LUCCIONI: They generate, they hallucinate, they create new combinations of words based on what they learned.
BRUMFIEL: Some of these results can be really creative. ChatGPT has generated poems and songs on things like how to get a peanut butter sandwich out of a VCR. Luccioni thinks AI like this might someday help artists come up with new ideas. But when you ask it a question like, what are the most important equations for rocket science?
LUCCIONI: What it's doing is really kind of like mimicking, essentially, a bunch of physics textbooks that it's been exposed to. And so it's going to take, like, a couple of words from this one, a couple of words from that one and put them together. And it makes sense. But when you know physics, you realize that this is actually, like, the description of seven different equations that it, like, mushed together in a single paragraph.
BRUMFIEL: The key problem is that these programs can't tell if the mashed-up text they've produced is factually correct. And that means anything can contain an error, like this essay it wrote for a 9-year-old about the planet Saturn.
(SOUNDBITE OF ARCHIVED RECORDING)
UNIDENTIFIED CHILD #1: Hey, everybody. Today I'm going to talk about one of the planets in our solar system. It's called Saturn.
BRUMFIEL: A friend of mine posted this one to Facebook, and I had my 9-year-old read it. And right away, he spotted the problem.
(SOUNDBITE OF ARCHIVED RECORDING)
UNIDENTIFIED CHILD #1: It's so big that it could fit all the other planets inside of it.
UNIDENTIFIED CHILD #2: Error.
BRUMFIEL: Error? Why does that have an error? Tell me.
UNIDENTIFIED CHILD #2: Because it's the second-biggest planet. It can't fit the biggest planet in it. That's Jupiter. Jupiter can fit all the other planets in it, but not Saturn.
GARY MARCUS: These systems make mistakes all the time. They don't really understand what they're talking about.
BRUMFIEL: Gary Marcus is an AI scientist and author of the book "Rebooting AI." Some AI researchers maintain that the new programs can get more accurate; they just need more time and training. But Marcus disagrees.
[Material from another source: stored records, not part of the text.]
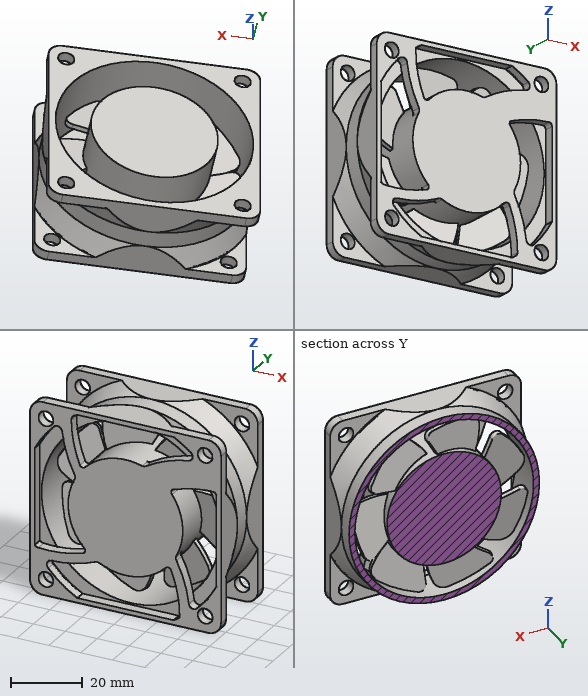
import cadquery as cq
import math

side = 60.0
depth = 25.5
corner_radius = 4.0
flange_thickness = 3.2
mount_pitch = 50.0
mount_hole_diameter = 4.6

band_radius = side / 2
band_width = 5.6
flare_radius = 32.6
bore_radius = 28.0

hub_radius = 18.0
rim_width = 1.5
window_outer_radius = 32.25
window_wide_fillet = 1.5
window_narrow_fillet = 1.0
match_tolerance = 1e-4
spoke_arc_radius = 36.4

upper_left_outer = (16.25, 26.6)
upper_left_inner = (19.4, 26.8)
lower_left_upper = (-24.05, 20.65)
lower_left_lower = (-23.3, 17.7)
upper_right_upper = (25.1, -13.8)
upper_right_lower = (27.4, -22.1)

blade_count = 7
blade_tilt = 10.0
blade_thickness = 1.5
blade_mid_depth = depth / 2
blade_lead_fillet = 4.0
blade_trail_fillet = 2.0


def disc(radius, thickness, centre=(0, 0)):
    """Disc facing -Y at (x, z) whose front face lies at y = 0."""
    return cq.Workplane("XZ").center(*centre).circle(radius).extrude(-thickness)


def turned_half(point):
    """Point opposite to the given one across the axis."""
    return (-point[0], -point[1])


def make_housing():
    """Square block trimmed to two flanges joined by a flared barrel, with a bore."""
    beyond_corners = side
    band_start = (depth - band_width) / 2
    band_end = depth - band_start
    back_flange = depth - flange_thickness
    envelope = (
        cq.Workplane("XY")
        .polyline([
            (0, 0),
            (beyond_corners, 0),
            (beyond_corners, flange_thickness),
            (flare_radius, flange_thickness),
            (band_radius, band_start),
            (band_radius, band_end),
            (flare_radius, back_flange),
            (beyond_corners, back_flange),
            (beyond_corners, depth),
            (0, depth),
        ])
        .close()
        .revolve(360, (0, 0, 0), (0, 1, 0))
    )
    block = cq.Workplane("XZ").rect(side, side).extrude(-depth).edges("|Y").fillet(corner_radius)
    housing = block.intersect(envelope)
    bore = disc(bore_radius, depth - flange_thickness).translate((0, flange_thickness, 0))
    holes = (
        cq.Workplane("XZ")
        .rect(mount_pitch, mount_pitch, forConstruction=True)
        .vertices()
        .circle(mount_hole_diameter / 2)
        .extrude(-depth)
    )
    return housing.cut(bore).cut(holes)


def make_window(inside_centre, outside_centre):
    """Window that lies inside one spoke edge arc and outside the next one."""
    opening = side - 2 * rim_width
    rim = cq.Workplane("XZ").rect(opening, opening).extrude(-flange_thickness)
    window = (
        disc(window_outer_radius, flange_thickness)
        .intersect(disc(spoke_arc_radius, flange_thickness, inside_centre))
        .cut(disc(spoke_arc_radius, flange_thickness, outside_centre))
        .cut(disc(hub_radius, flange_thickness))
    )

    def rim_reach(point):
        """Distance from the axis to the point, measured square to the nearest rim side."""
        return max(abs(point.x), abs(point.z))

    def is_narrow(edge):
        """True where the arc the window lies inside meets the hub or the straight rim."""
        middle = edge.Center()
        on_hub = math.isclose(math.hypot(middle.x, middle.z), hub_radius, rel_tol=match_tolerance)
        on_rim = math.isclose(rim_reach(middle), opening / 2, rel_tol=match_tolerance)
        arc_distance = math.dist((middle.x, middle.z), inside_centre)
        on_arc = math.isclose(arc_distance, spoke_arc_radius, rel_tol=match_tolerance)
        return on_arc and (on_hub or on_rim)

    def is_wide(edge):
        """True for the remaining corners that the straight rim does not cut away."""
        return rim_reach(edge.Center()) < opening / 2 and not is_narrow(edge)

    wide_corners = [edge for edge in window.edges("|Y").vals() if is_wide(edge)]
    window = window.newObject(wide_corners).fillet(window_wide_fillet).intersect(rim)
    narrow_corners = [edge for edge in window.edges("|Y").vals() if is_narrow(edge)]
    return window.newObject(narrow_corners).fillet(window_narrow_fillet)


def make_blade():
    """Top blade: a flat tilted plate whose leading edge, on the -X side, is nearest the front."""
    tilt = math.radians(blade_tilt)
    plane = cq.Plane(
        origin=(0, blade_mid_depth, 0),
        xDir=(math.cos(tilt), math.sin(tilt), 0),
        normal=(math.sin(tilt), -math.cos(tilt), 0),
    )

    def on_plane(x, z):
        """Plane coordinates of the plate point seen at (x, z) along the air axis."""
        return (x / math.cos(tilt), z)

    lead_root = on_plane(-9.6, 10.5)
    lead_middle = on_plane(-12.2, 18.2)
    lead_tip = on_plane(-12.3, 25.3)
    tip_middle = on_plane(-3.8, 26.7)
    trail_tip = on_plane(6.5, 25.6)
    trail_middle = on_plane(3.6, 20.9)
    trail_root = on_plane(-0.9, 12.5)
    plate = (
        cq.Workplane(plane)
        .moveTo(*lead_root)
        .threePointArc(lead_middle, lead_tip)
        .threePointArc(tip_middle, trail_tip)
        .threePointArc(trail_middle, trail_root)
        .close()
        .extrude(blade_thickness / 2, both=True)
    )
    across_plate = cq.selectors.ParallelDirSelector(plane.zDir)
    plate = plate.edges(across_plate).edges(">X").fillet(blade_trail_fillet)
    return plate.edges(across_plate).edges("<X").fillet(blade_lead_fillet)


housing = make_housing()
windows = [
    (upper_left_inner, upper_right_upper),
    (lower_left_upper, upper_left_outer),
    (turned_half(upper_left_inner), lower_left_lower),
    (upper_right_lower, turned_half(upper_left_outer)),
]
for inside_centre, outside_centre in windows:
    housing = housing.cut(make_window(inside_centre, outside_centre))

result = housing.union(disc(hub_radius, depth))
blade = make_blade()
for index in range(blade_count):
    result = result.union(blade.rotate((0, 0, 0), (0, 1, 0), index * 360 / blade_count))

MARCUS: There are some people that I think have a fantasy that we will solve the truth problem of these systems by just giving them more data. And there are people that realize, no, they're missing something fundamental. They're missing an ability to look at a database and fact-check against that database.
BRUMFIEL: Without the ability to tell truth from fiction, the new AI programs will always run the chance of introducing errors. That may not matter if you're asking it to, say, write a short poem at the end of a news report on AI. But Marcus worries it could be catastrophic if the bots were used for science or medicine, where small errors could create big problems. OpenAI, the company that made ChatGPT, did not respond to NPR's request for an interview, but it did recently role out an upgraded version with, quote, "improved factuality and mathematical capabilities." Ultimately, though, Marcus believes AI may need to take a different approach.
MARCUS: We need an entirely different architecture that reasons over facts. That doesn't have to be the whole thing, but that has to be in there.
BRUMFIEL: Or, as ChatGPT would put it, AI, so advanced and bright, but fact from fiction, it cannot recite. Till it learns to tell truth from lie, rocket science, it should not apply.
Geoff Brumfiel, NPR News.
NPR transcripts are created on a rush deadline by an NPR contractor. This text may not be in its final form and may be updated or revised in the future. Accuracy and availability may vary. The authoritative record of NPR’s programming is the audio record.